İlahi adaletin en çok sarsıldığı an, insanın fark etmeden hırsızlık yapmasıdır. Çünkü hırsızlık yalnızca maldan mülkten çalmak değildir. Yalan söylemek, karşımızdakinin duygularını, güvenini ve zamanını çalmaktır. Kibir, insanın emeğini, onurunu küçümseyerek ondan alınmış bir değerdir. Dedikodu ve gıybet, bir kişinin hakikatini, gerçekliğini ve kendi kaderini yaşama hakkını elinden çalmaktır. Yargılama, Rabbin bir kula yazdığı sırra müdahale ederek, onun özgürlüğünü gasp etmektir. İşte bu yüzden hırsızlığın en ağır olanı, görünmeyen bu manevi çalmalarla gerçekleşir. Hakikat terazisi öylesine hassastır ki, en küçük bir kayma bile geri yerine konur. Ve her çalınan şey, dönüp dolaşıp sahibine kayıp olarak değil, haksızlığı yapanın önünde imtihan olarak yeniden belirir.

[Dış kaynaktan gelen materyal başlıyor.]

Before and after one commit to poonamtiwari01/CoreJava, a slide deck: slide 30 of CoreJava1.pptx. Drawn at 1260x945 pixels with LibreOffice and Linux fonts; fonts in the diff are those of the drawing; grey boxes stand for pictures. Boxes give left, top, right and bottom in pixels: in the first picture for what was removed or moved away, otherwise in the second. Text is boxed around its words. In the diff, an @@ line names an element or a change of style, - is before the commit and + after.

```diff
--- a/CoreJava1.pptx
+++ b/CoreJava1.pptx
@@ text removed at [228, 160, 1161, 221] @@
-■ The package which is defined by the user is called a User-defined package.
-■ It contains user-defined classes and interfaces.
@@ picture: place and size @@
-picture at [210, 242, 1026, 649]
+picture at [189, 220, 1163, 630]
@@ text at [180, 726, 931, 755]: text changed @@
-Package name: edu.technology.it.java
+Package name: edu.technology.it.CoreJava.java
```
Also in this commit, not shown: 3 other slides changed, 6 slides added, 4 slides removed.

Bazen “Ben kimseye kötülük yapmadım ama kötülük beni buluyor...” deriz. O an, karşı tarafın okları bize yönelmiş olabilir. Fakat bilinçle yaşayan insan aynı oyuna düşmez. Kötülük gördüğünde kötülükle karşılık vermez. Gerektiğinde mesafe koyar, sessiz kalır, geri çekilir ama aynı titreşime kendini kaptırmaz. Elinden geliyorsa güzellikle düzeltmeye çalışır, kalbiyle şifa diler, diliyle iyilik üretir. Çünkü bilir ki, bu dünyanın yasası “ne gönderirsen onu alırsın ve sen ne isen onu bulursun!” üzerine kuruludur.

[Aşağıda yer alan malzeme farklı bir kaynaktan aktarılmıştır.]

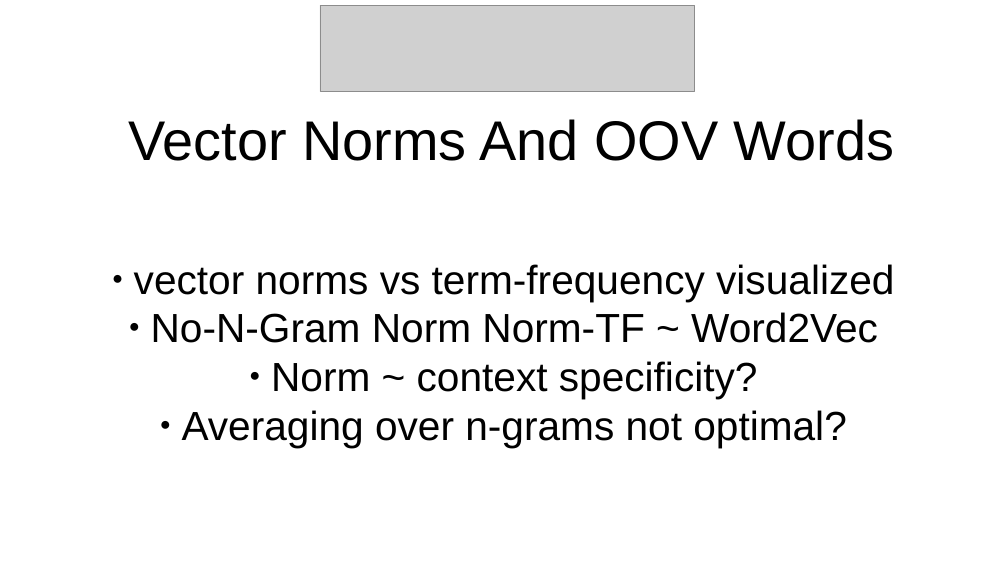
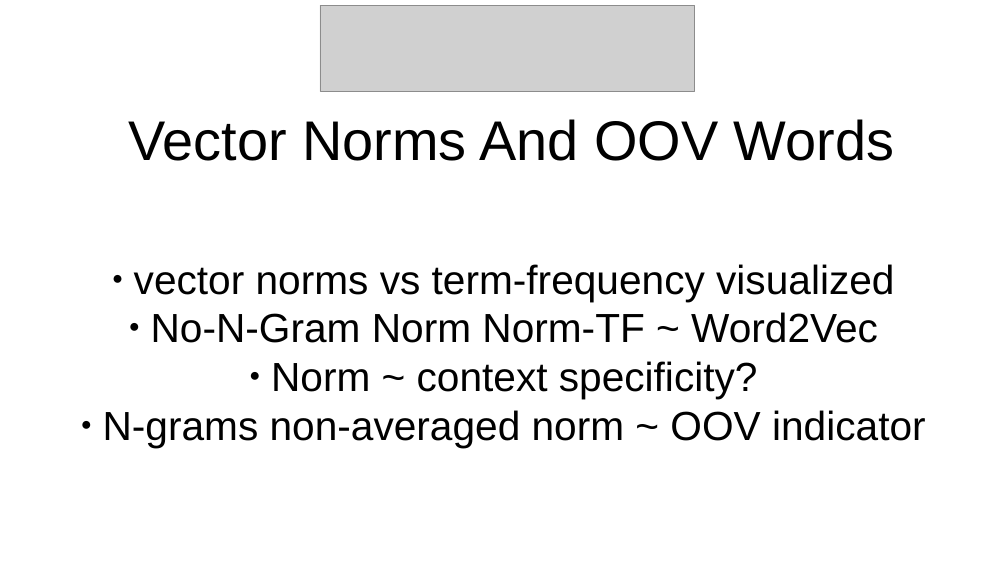
Before and after one commit to vackosar/fasttext-vector-norms-and-oov-words, a slide deck: slide 1 of presentation.odp. Drawn at 1008x567 pixels with LibreOffice and Linux fonts; fonts in the diff are those of the drawing; grey boxes stand for pictures. Boxes give left, top, right and bottom in pixels: in the first picture for what was removed or moved away, otherwise in the second. Text is boxed around its words. In the diff, an @@ line names an element or a change of style, - is before the commit and + after.

```diff
--- a/presentation.odp
+++ b/presentation.odp
@@ subtitle at <box>103,410,926,448</box>: text changed @@
-● Averaging over n-grams not optimal?
+● N-grams non-averaged norm ~ OOV indicator
```
Also in this commit, not shown: 4 other slides changed.

Kendini geliştiren ve bilincini yükselten insan, sözü ölçülü kullanır. Gereksiz yere savrulmaz, öfkeye kapılmaz, çok konuşmaz. Söylemesi gerekeni, en doğru zamanda ve en güzel şekilde söyler. Çünkü bilir ki her davranış, kendi özünden doğar ve karşıya da kendi özünü yansıtır. Eğer bir gün kendisine bambaşka bir muamele yapılırsa bile, yine kendi hakikatinde kalır. Yükseliş, başkasının ne yaptığıyla değil, bizim kim ve nasıl olduğumuzla ilgilidir.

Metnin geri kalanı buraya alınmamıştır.